If I say you’re not all right, you’re not all right, even if you are .

His listeners clapped their approval. Although the old man had not said who the target of his doggerel might be, they had no trouble figuring that out on their own. As it sped through the city, Huang Defu naturally got wind of it and placed a phone call to the police, ordering them to stop the old man from spreading rumors about the mayor. When he was taken into custody, they learned that over the past decade he had lodged repeated complaints with the government. Why? It turned out that ten years before, he had been a private schoolteacher whose principal unfairly kept him from being transferred to a public school. His appeal to the provincial authorities had been unsuccessful. So he had taken up residence in Xijing and appeared outside government offices on a regular basis to lodge complaints, both oral and written, and stage sit-ins. In the end, seeing no way forward and no way out, he’d begun to lose contact with reality and stopped lodging complaints. But instead of returning to his home, he wandered the streets. Since he had done nothing illegal, after ten days in custody the police put him in a car and dropped him off three hundred li from town. He was back within days, this time with a beat-up handcart, which he pushed up streets and down lanes as a junkman, regularly surrounded by idlers who wanted more of his doggerel. This time he declined, limiting his utterances to loud, long shouts of “Junkman! Collecting junk and scraps!” His voice was heard on the street every day, early and late. The other commonly heard sound came from the flute player atop the city wall. One resembled the howl of a beast, the other the moan of ghosts, two sounds echoing back and forth and drawing cries from hundreds and thousands of birds nesting in the bell and drum towers.

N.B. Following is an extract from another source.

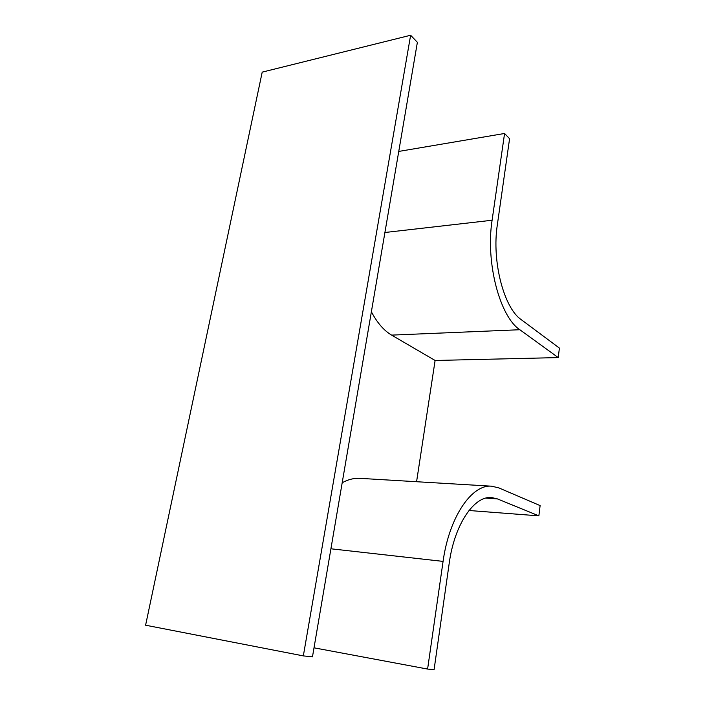<?xml version="1.0" encoding="UTF-8"?>
<svg xmlns="http://www.w3.org/2000/svg" width="705" height="705" viewBox="0 0 705 705"><rect width="100%" height="100%" fill="white"/><g stroke="black" fill="none" stroke-linecap="round" stroke-linejoin="round"><path stroke-width="1.06" d="M145.6 625.212L262.207 72.13L410.627 35.25L417.378 42.318L312.465 656.866L303.335 655.897L145.6 625.212M314.007 647.816L427.6 669.063L434.068 669.75L449.235 563.092C454.496 524.167 474.359 495.589 491.588 497.545L497.377 498.884L538.867 515.857L468.984 510.499M538.867 515.857L540.118 505.6L498.832 487.895L491.658 486.194C472.033 484.088 449.217 516.589 443.075 561.391L330.909 548.79M504.568 133.474L509.583 138.709L497.333 224.833C491.632 261.423 504.013 308.12 521.189 319.612L559.4 348.085L558.237 357.585L519.841 329.728C499.986 316.924 485.401 262.727 492.099 220.242L504.568 133.474L398.757 151.425M416.576 481.718L435.108 360.475L558.237 357.585M410.627 35.25L303.335 655.897M427.6 669.063L443.075 561.391M491.658 486.194L359.735 478.334C353.936 478.016 348.085 479.497 342.189 482.758M371.376 311.786C377.201 322.82 383.952 330.592 391.619 335.113L435.108 360.475M497.377 498.884L485.86 498.109M519.841 329.728L391.619 335.113M384.912 232.5L492.099 220.242"/></g></svg>

On this day, after pulling his iron-wheeled handcart around town for hours without picking up a single piece of scrap, the old man went to the square in front of the Yunhuang Temple to watch the qigong masters teach breathing exercises. When he spotted people crowding around a fortuneteller in front of a low wall, he walked over to see what the coming year might bring for him. “Old-timer,” people said, “this diviner is a master from Mount Emei who predicts major events. He doesn’t have time to worry about little people and their future.” They elbowed him out of the way.

The taunts turned the old man’s face bright red. Just then it started to rain, large drops that beat a tattoo on the earth, like coins falling from heaven, sending a cloud of dust into the air and turning the ground soggy, with bubbles forming and popping up here and there. The crowd dispersed. “A timely rain,” the old man said as he abandoned his cart and ran to the temple gate, where he stood under the flagpole to keep dry. Either because he was bored or because his throat itched, he sang his doggerel at the top of his lungs.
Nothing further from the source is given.